Un conteneur en fer sur lequel des inscriptions font état de la présence de matières radioactives, abandonné sur une plage d’Ouzaï (banlieue sud), sème la panique au Liban depuis mardi. Une enquête a été ouverte par les forces de l’ordre pour déterminer la provenance du baril, avec le concours du Conseil national de la recherche scientifique (CNRS), dont la Commission libanaise de l’énergie atomique (LAEC) réglemente toutes les matières radioactives présentes sur le territoire.
Interrogé par L’Orient-Le Jour, Mouïn Hamzé, secrétaire général du CNRS, précise d’emblée que le conteneur trouvé était heureusement intact, et qu’aucune fuite n’a été détectée dans les environs de l’endroit où il avait échoué. Il est actuellement stocké en lieu sûr. « Nous ne savons pas d’où il vient, poursuit-il. Il est clair que ce baril n’est pas entré légalement au Liban, puisque toute matière radioactive importée est nécessairement enregistrée auprès des autorités sous la supervision de la LAEC. Il s’agit donc de ce qu’on appelle une “source orpheline”. Nous pensons qu’il s’agit de matières utilisées dans l’industrie pétrolière, une industrie qui existe dans les pays voisins, mais il peut difficilement s’agir d’un objet qui se serait échoué sur la plage, puisqu’avec ses trente kilos, il aurait coulé. »
Une seule possibilité donc : le trafic de ferraille usagée vendue au Liban comme matière première, et même exportée vers des pays où elle est recyclée. « Ces commerçants de ferraille importent les produits des pays voisins, où il existe des activités pétrolières, des hôpitaux, des usines… explique Mouïn Hamzé. Vu la quantité très importante de matières premières qui est exportée à partir du Liban, on peut facilement en déduire que ces matières ne proviennent pas toutes du marché libanais, mais d’un trafic florissant de contrebande. Nous savons que de grandes zones de stockage de ces ferrailles existent dans les camps palestiniens de Sabra et Chatila (Beyrouth), ainsi qu’en grand nombre dans la Békaa, dans le Sud et le Nord. »
Le problème se pose quand les commerçants tentent d’exporter les produits. « Toutes les ferrailles destinées à l’exportation sont examinées par la LAEC avant de quitter le territoire, souligne Mouïn Hamzé. En cas de détection de radiations, nous sommes tenus d’empêcher son exportation et de l’acheminer vers notre propre aire de stockage de tels produits, qui est parfaitement sécurisée suivant les normes de l’Agence internationale de l’énergie atomique (AIEA). Il est en effet interdit d’exporter toute matière radioactive. Or quand nous découvrons la présence de radiations et demandons des explications aux commerçants sur la provenance des objets, ceux-ci tombent dans l’embarras. »

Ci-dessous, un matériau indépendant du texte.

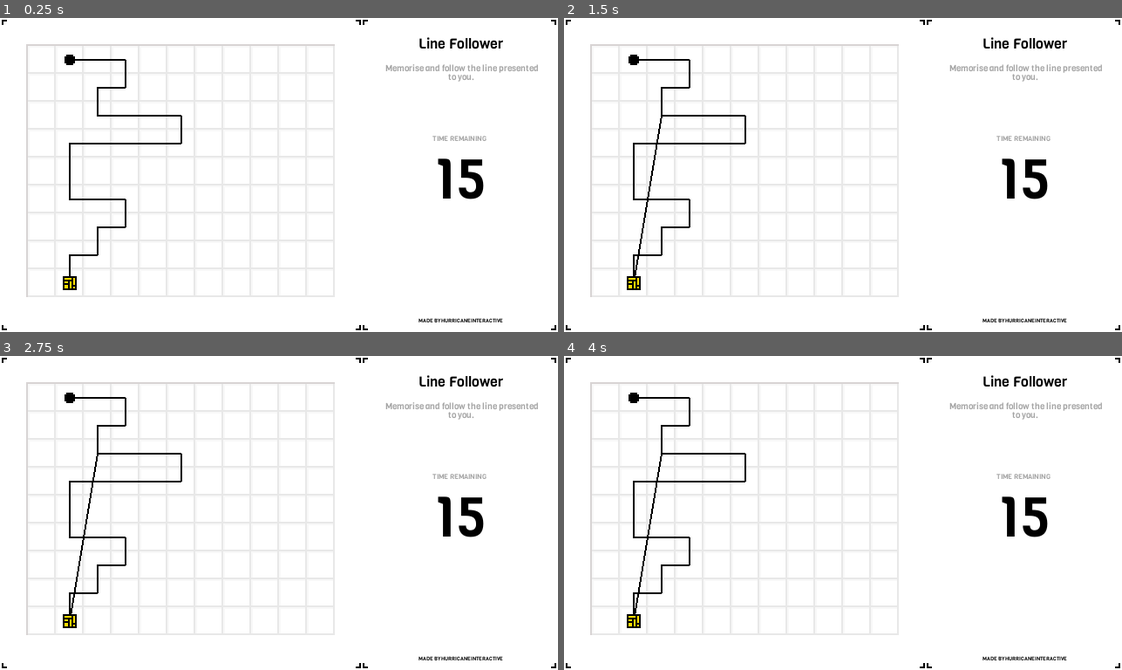
Above: before the commit, frames 1-4 (two rows, left to right).
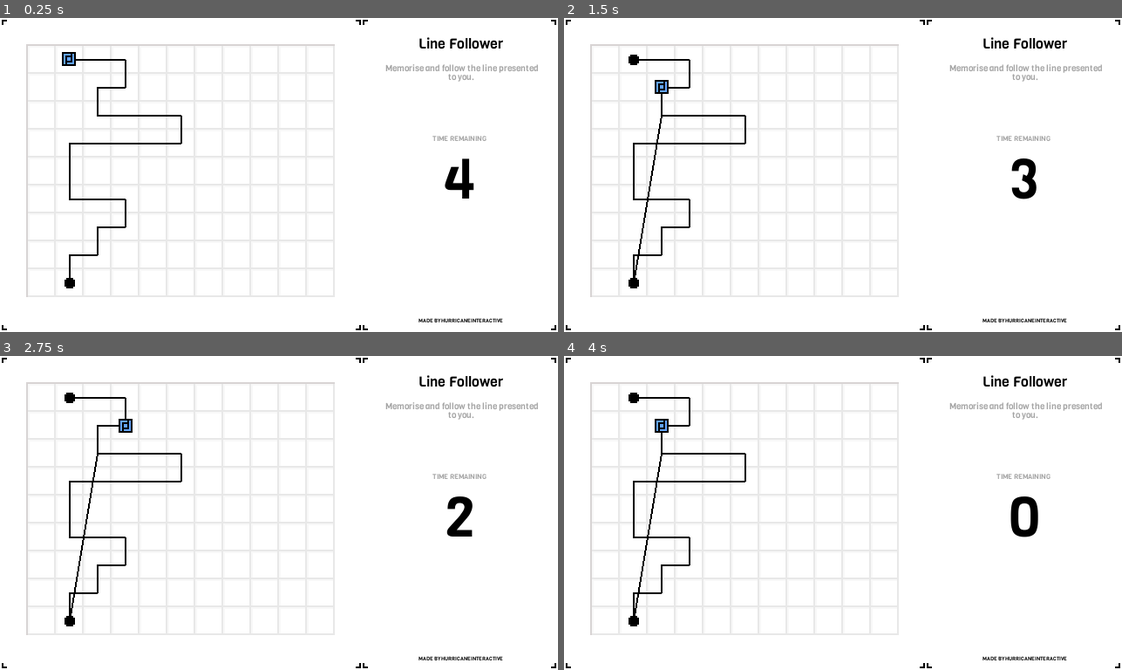
Above: after the commit, the same moments.

Repository: HurricaneInteractive/followers-jam
Game: Godot game, scene res://Main.tscn
The game is run twice, just before and just after one commit, with the same random seed, the same clock (stepped at 60 frames per second) and the same inputs.
Inputs:
- Up to frame 1 (0.25 s): no input
- Up to frame 2 (1.5 s): hold Right (ui_right) 0.53-1.28 s; tap Space (ui_select) at 0.77 s; hold Down (ui_down) from 1.28 s (still down)
- Up to frame 3 (2.75 s): tap Space (ui_select) at 1.52 s; tap Enter at 2 s; release Down (ui_down) at 2.03 s; hold Right (ui_right) from 2.03 s (still down)
- Up to frame 4 (4 s): tap Space (ui_select) at 2.75, 3.02, 3.77 s; tap Enter at 3.5 s; release Right (ui_right) at 3.53 s; hold Left (ui_left) from 3.53 s (still down)

The runs differ from the first frame. In frame 1, 0.8% of the frame differs, in the area x 11-87%, y 10-87%; in frame 2, 0.8%; in frame 3, 0.8%; in frame 4, 0.8%, in the area x 11-87%, y 20-87%.

Commit message:
Minor changes to tilemap and main scene

Diff:
--- a/Main.gd
+++ b/Main.gd
@@ -7,20 +7,20 @@
 
 onready var tilemap = $PlayArea/Tileset
 onready var memory_path = $PlayArea/MemoryPath
-
-# Declare member variables here. Examples:
-# var a = 2
-# var b = "text"
+onready var player = $PlayArea/Player
+onready var memorise_timer = $MemoriseTimer
+onready var gameplay_timer = $GameplayTimer
 
 
 # Called when the node enters the scene tree for the first time.
 func _ready():
 	memory_path = Generator.generate(memory_path)
-	tilemap.place_start(
-		Globals.reverse_line_point(
-			memory_path.get_point_position(0)
-		)
-	)
+	var starting_point = Globals.reverse_line_point(memory_path.get_point_position(0))
+	player.current_position = [starting_point.x, starting_point.y]
+	tilemap.place_start(starting_point)
+
+	memorise_timer.wait_time = 5
+	memorise_timer.start()
 
 	tilemap.place_end(
 		Globals.reverse_line_point(
@@ -31,6 +31,9 @@
 	)
 
 
+func _process(delta):
+	$UIArea/Timer/Seconds.text = str(floor(memorise_timer.time_left))
+
 func _input(event):
 	if Input.is_action_just_pressed("ui_select"):
 		memory_path.add_point(Vector2(
--- a/Main.tscn
+++ b/Main.tscn
@@ -1,10 +1,11 @@
-[gd_scene load_steps=7 format=2]
+[gd_scene load_steps=8 format=2]
 
 [ext_resource path="res://assets/floor-tile.png" type="Texture" id=1]
 [ext_resource path="res://TileMap.gd" type="Script" id=2]
 [ext_resource path="res://assets/play-area.png" type="Texture" id=3]
 [ext_resource path="res://UIArea.tscn" type="PackedScene" id=4]
 [ext_resource path="res://Main.gd" type="Script" id=5]
+[ext_resource path="res://Player/Player.tscn" type="PackedScene" id=6]
 
 [sub_resource type="TileSet" id=1]
 0/name = "BaseFloor"
@@ -63,6 +64,13 @@
 format = 1
 script = ExtResource( 2 )
 
+[node name="Player" parent="PlayArea" instance=ExtResource( 6 )]
+
 [node name="UIArea" parent="." instance=ExtResource( 4 )]
 margin_left = 208.0
 margin_right = 320.0
+
+[node name="MemoriseTimer" type="Timer" parent="."]
+one_shot = true
+
+[node name="GameplayTimer" type="Timer" parent="."]
--- a/TileMap.gd
+++ b/TileMap.gd
@@ -16,7 +16,7 @@
 
 
 func get_end_tile() -> int:
-	return _tileset.find_tile_by_name("End")
+	return _tileset.find_tile_by_name("Start")
 
 
 func place_start(at: Vector2) -> void:
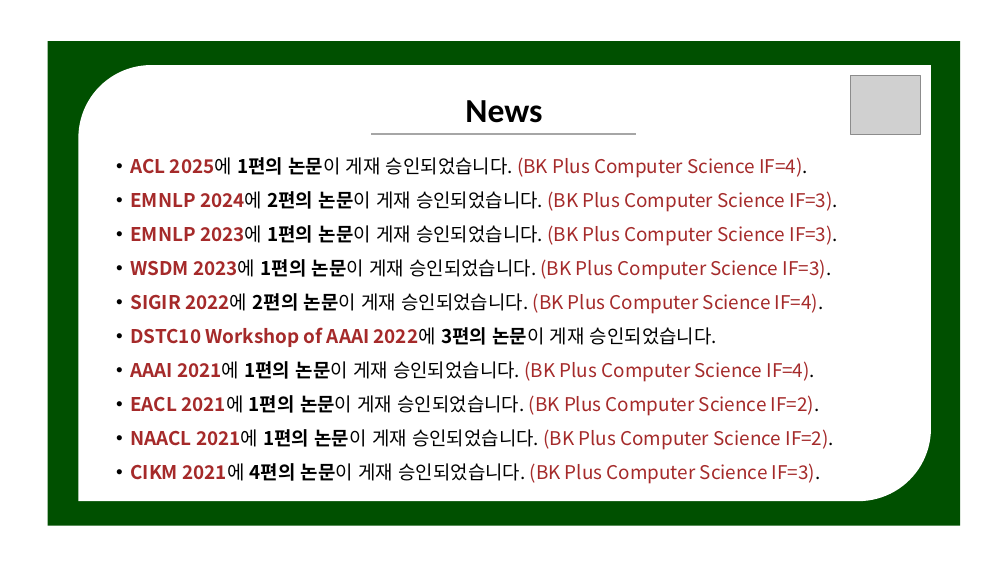
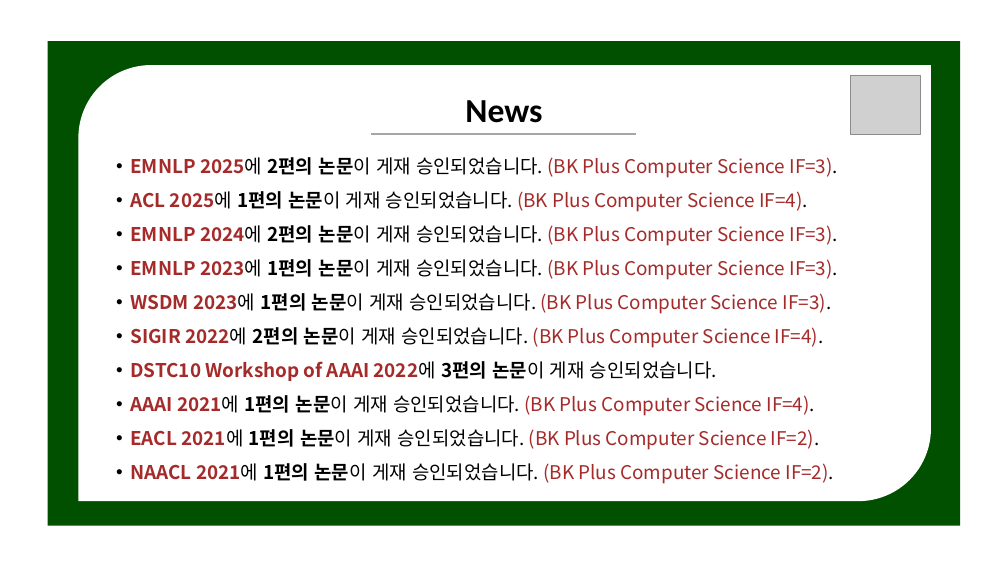
Before and after one commit to NLPlab-skku/NLPlab-skku.github.io, a slide deck: slide 1 of assets/img/notice/template.pptx. Drawn at 1008x567 pixels with LibreOffice and Linux fonts; fonts in the diff are those of the drawing; grey boxes stand for pictures. Boxes give left, top, right and bottom in pixels: in the first picture for what was removed or moved away, otherwise in the second. Text is boxed around its words. In the diff, an @@ line names an element or a change of style, - is before the commit and + after.

```diff
--- a/assets/img/notice/template.pptx
+++ b/assets/img/notice/template.pptx
@@ text at (130,157,838,178): paragraph added @@
+• EMNLP 2025에 2편의 논문이 게재 승인되었습니다. (BK Plus Computer Science IF=3).
@@ text at (130,463,821,484): paragraph removed @@
-• CIKM 2021에 4편의 논문이 게재 승인되었습니다. (BK Plus Computer Science IF=3).
```
Also in this commit, not shown: 1 other slide changed, 2 other files.
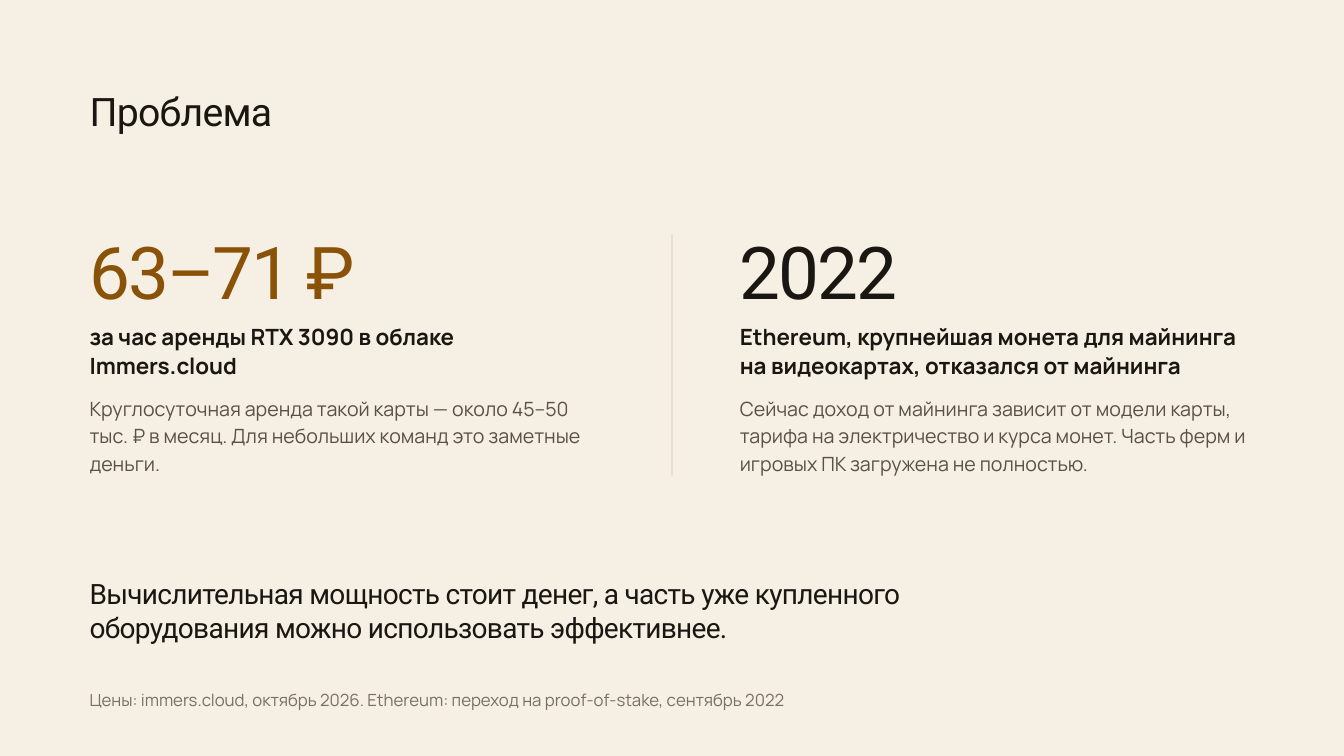
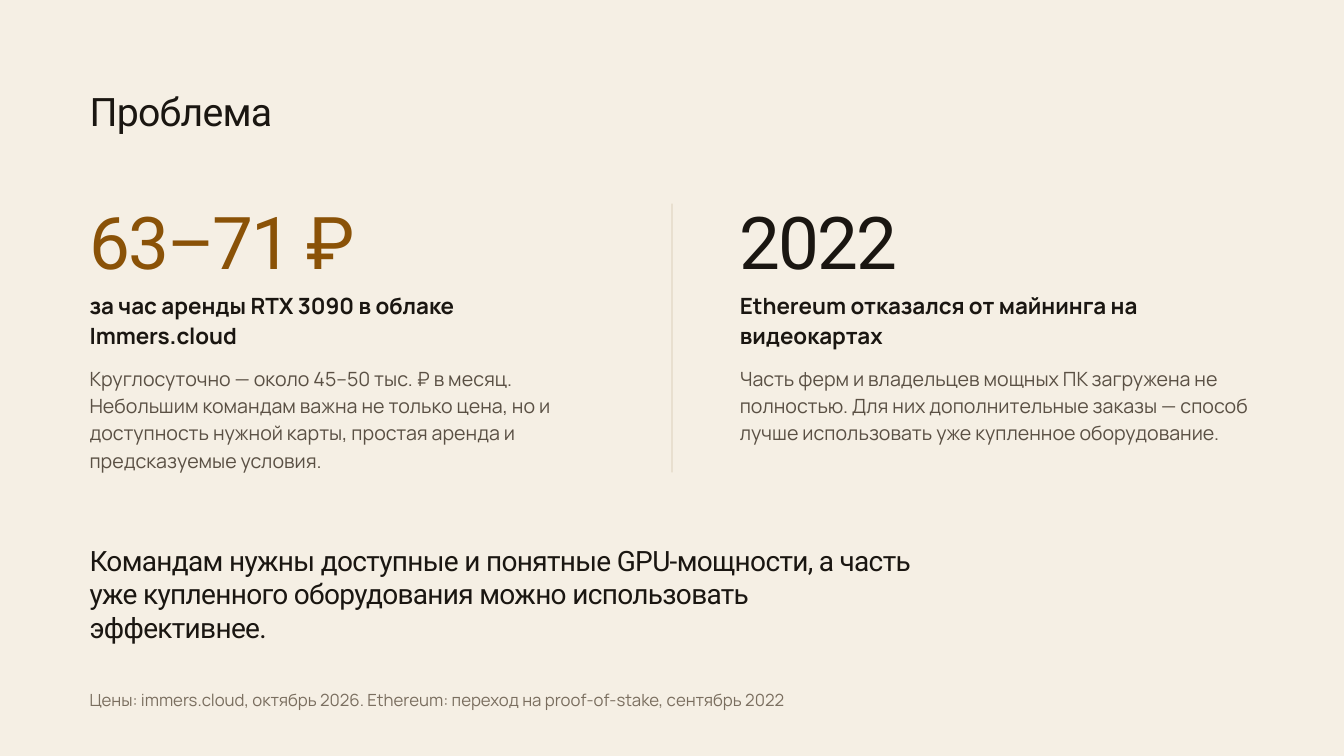
Before and after one commit to fonor11/Main, a slide deck: slide 2 of Улей — презентация для преакселератора ВШМ.pptx. Drawn at 1344x756 pixels with LibreOffice and Linux fonts; fonts in the diff are those of the drawing. Boxes give left, top, right and bottom in pixels: in the first picture for what was removed or moved away, otherwise in the second. Text is boxed around its words. In the diff, an @@ line names an element or a change of style, - is before the commit and + after.

```diff
--- a/Улей — презентация для преакселератора ВШМ.pptx
+++ b/Улей — презентация для преакселератора ВШМ.pptx
@@ rectangle: place and size @@
-rectangle at (671,234,673,475)
+rectangle at (671,204,673,473)
@@ 3 texts: place and size @@
-3 texts at (90,246,897,375)
+3 texts at (90,216,897,345)
@@ text at (740,297,1138,350): text changed @@
-Ethereum, крупнейшая монета для майнинга
-на видеокартах, отказался от майнинга
+Ethereum отказался от майнинга на
+видеокартах
@@ text at (90,371,550,473): text changed @@
-Круглосуточная аренда такой карты — около 45–50
-тыс. ₽ в месяц. Для небольших команд это заметные
-деньги.
+Круглосуточно — около 45–50 тыс. ₽ в месяц.
+Небольшим командам важна не только цена, но и
+доступность нужной карты, простая аренда и
+предсказуемые условия.
@@ text at (740,372,1247,445): text changed @@
-Сейчас доход от майнинга зависит от модели карты,
-тарифа на электричество и курса монет. Часть ферм и
-игровых ПК загружена не полностью.
+Часть ферм и владельцев мощных ПК загружена не
+полностью. Для них дополнительные заказы — способ
+лучше использовать уже купленное оборудование.
@@ text at (90,550,911,644): text changed @@
-Вычислительная мощность стоит денег, а часть уже купленного
-оборудования можно использовать эффективнее.
+Командам нужны доступные и понятные GPU-мощности, а часть
+уже купленного оборудования можно использовать
+эффективнее.
```
Also in this commit, not shown: 5 other slides changed, 4 slides added, 4 slides removed, 2 other files.
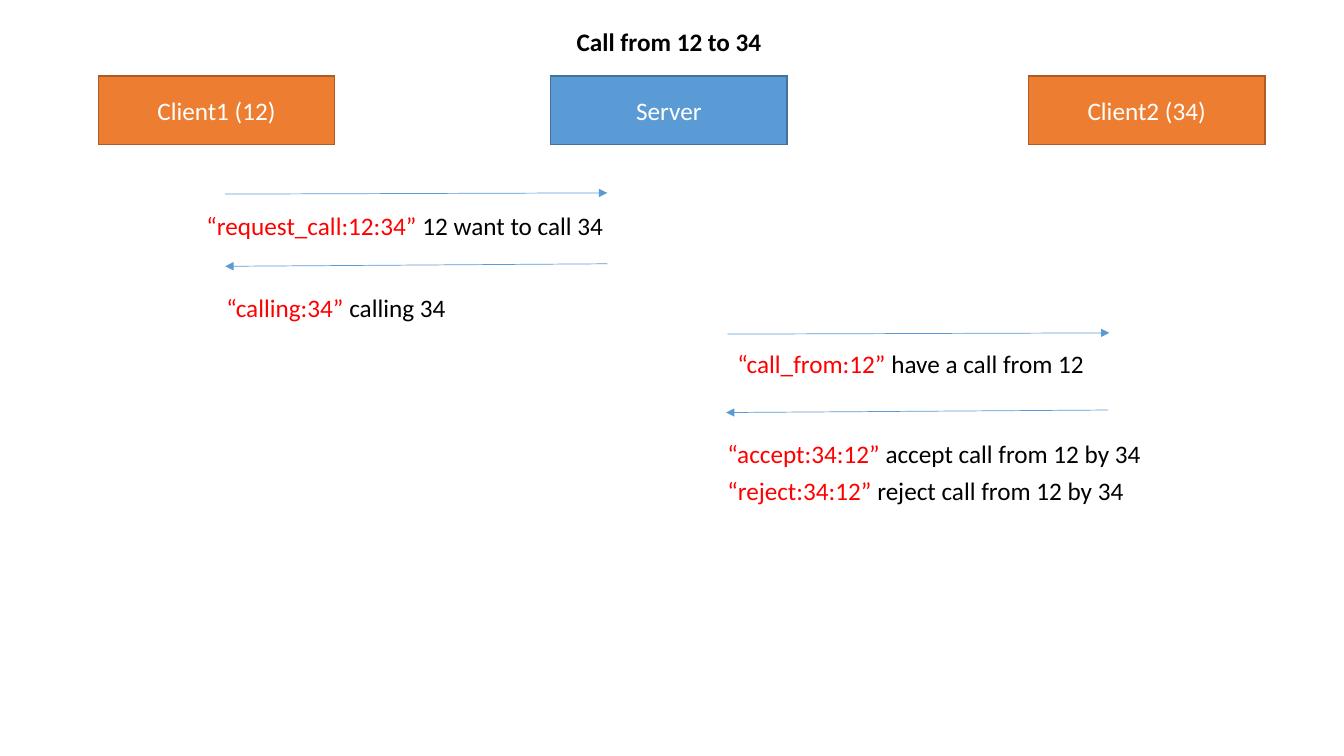
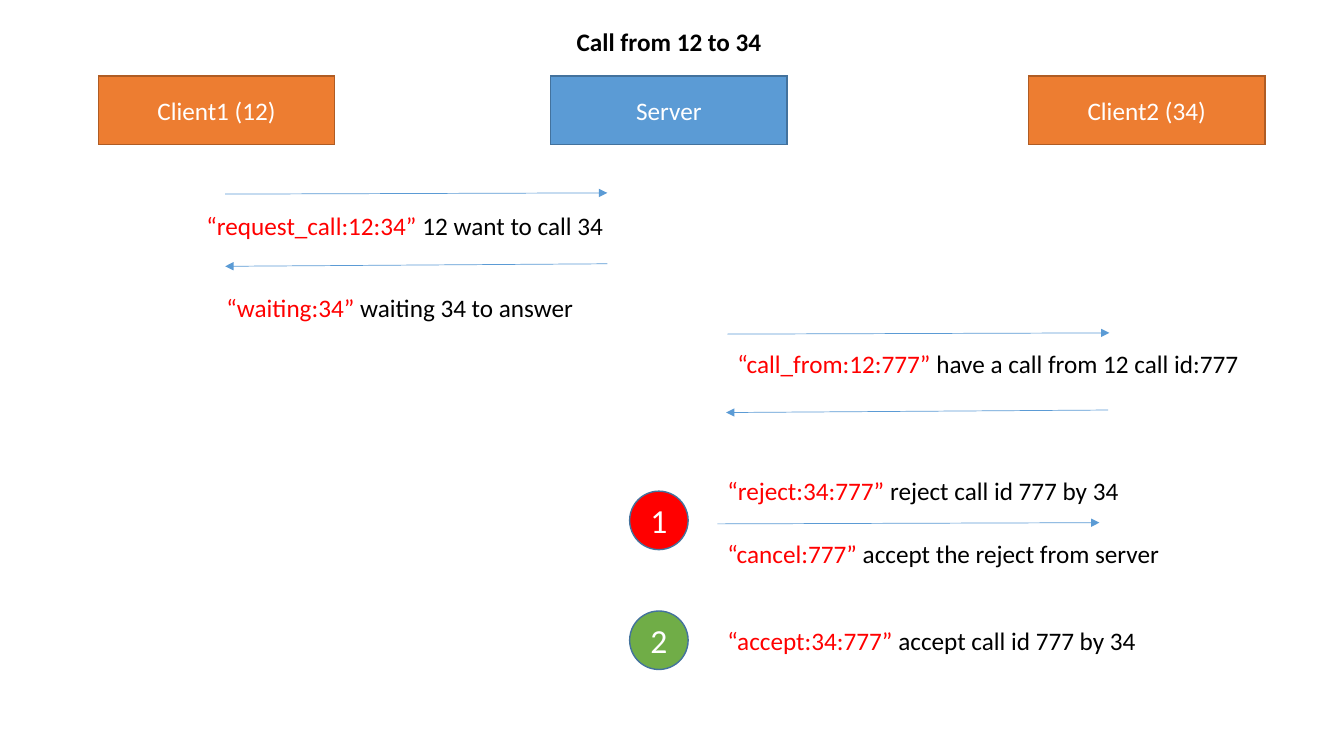
Before and after one commit to PuttapornRungsangverapun/project_test, a slide deck: slide 1 of server/doc/por_audio_call_protocol.pptx. Drawn at 1344x756 pixels with LibreOffice and Linux fonts; fonts in the diff are those of the drawing. Boxes give left, top, right and bottom in pixels: in the first picture for what was removed or moved away, otherwise in the second. Text is boxed around its words. In the diff, an @@ line names an element or a change of style, - is before the commit and + after.

Commit message:
update doc

```diff
--- a/server/doc/por_audio_call_protocol.pptx
+++ b/server/doc/por_audio_call_protocol.pptx
@@ text at [226,299,573,322]: text changed; text colour #FF0000 to #000000 @@
-“calling:34” calling 34
+“waiting:34” waiting 34 to answer
@@ text at [737,355,1238,377]: text changed @@
-“call_from:12” have a call from 12
+“call_from:12:777” have a call from 12 call id:777
@@ ellipse added at [630,491,689,549], fill #FF0000, outline #43739E 1 pt, 24 pt, text #FFFFFF @@
+1
@@ text at [727,482,1119,505]: text changed @@
-“reject:34:12” reject call from 12 by 34
+“reject:34:777” reject call id 777 by 34
@@ arrow added from (718, 524) to (1100, 523), #5B9BD5 0.5 pt @@
@@ text added at [727,545,1159,568], 18 pt, text #000000 @@
+“cancel:777” accept the reject from server
@@ ellipse added at [630,611,689,669], fill #70AD47, outline #43739E 1 pt, 24 pt, text #FFFFFF @@
+2
@@ text at [727,632,1136,654]: text changed @@
-“accept:34:12” accept call from 12 by 34
+“accept:34:777” accept call id 777 by 34
```

Selon Mouïn Hamzé, cet état de fait a donné lieu à une situation inquiétante : les commerçants finissent par se munir de détecteurs de radiations, sachant que cela est illégal. Ils découvrent eux-mêmes les produits radioactifs et décident de s’en débarrasser dans la nature, de peur d’être découverts. « Nous leur avons pourtant plusieurs fois demandé de contacter les autorités, leur assurant que personne ne préconise leur pénalisation s’ils déclarent tardivement leur marchandise, mais c’est peine perdue », assure-t-il.
« Prévenir les forces de l’ordre »
Pour limiter les risques, il n’y a donc pas d’autre choix que de s’attaquer à ce trafic illicite. « Si le pire a été évité cette fois, étant donné que le conteneur en fer est resté intact, ce ne sera pas toujours le cas, explique Mouïn Hamzé. Un coup de trop et les fuites seront inévitables. Ce sera alors la catastrophe, pour ces commerçants comme pour toute la société. » Il appelle donc les commerçants à déclarer les objets suspects s’ils en trouvent dans la nature, sans s’en approcher ou les toucher.
Pour ce qui est du conteneur trouvé à Ouzaï, les indications qu’il porte montrent qu’il a été fabriqué aux États-Unis, ce qui ne donne en aucun cas une précision sur sa provenance directe. « Les forces de l’ordre examinent actuellement les caméras pour tenter d’identifier la personne qui l’a déposé là, souligne le secrétaire général du CNRS. Il faut sévir pour une fois, parce que le risque de contamination est bien réel, à tout instant. » Nous avons tenté de contacter les Forces de sécurité intérieure (FSI), sans succès.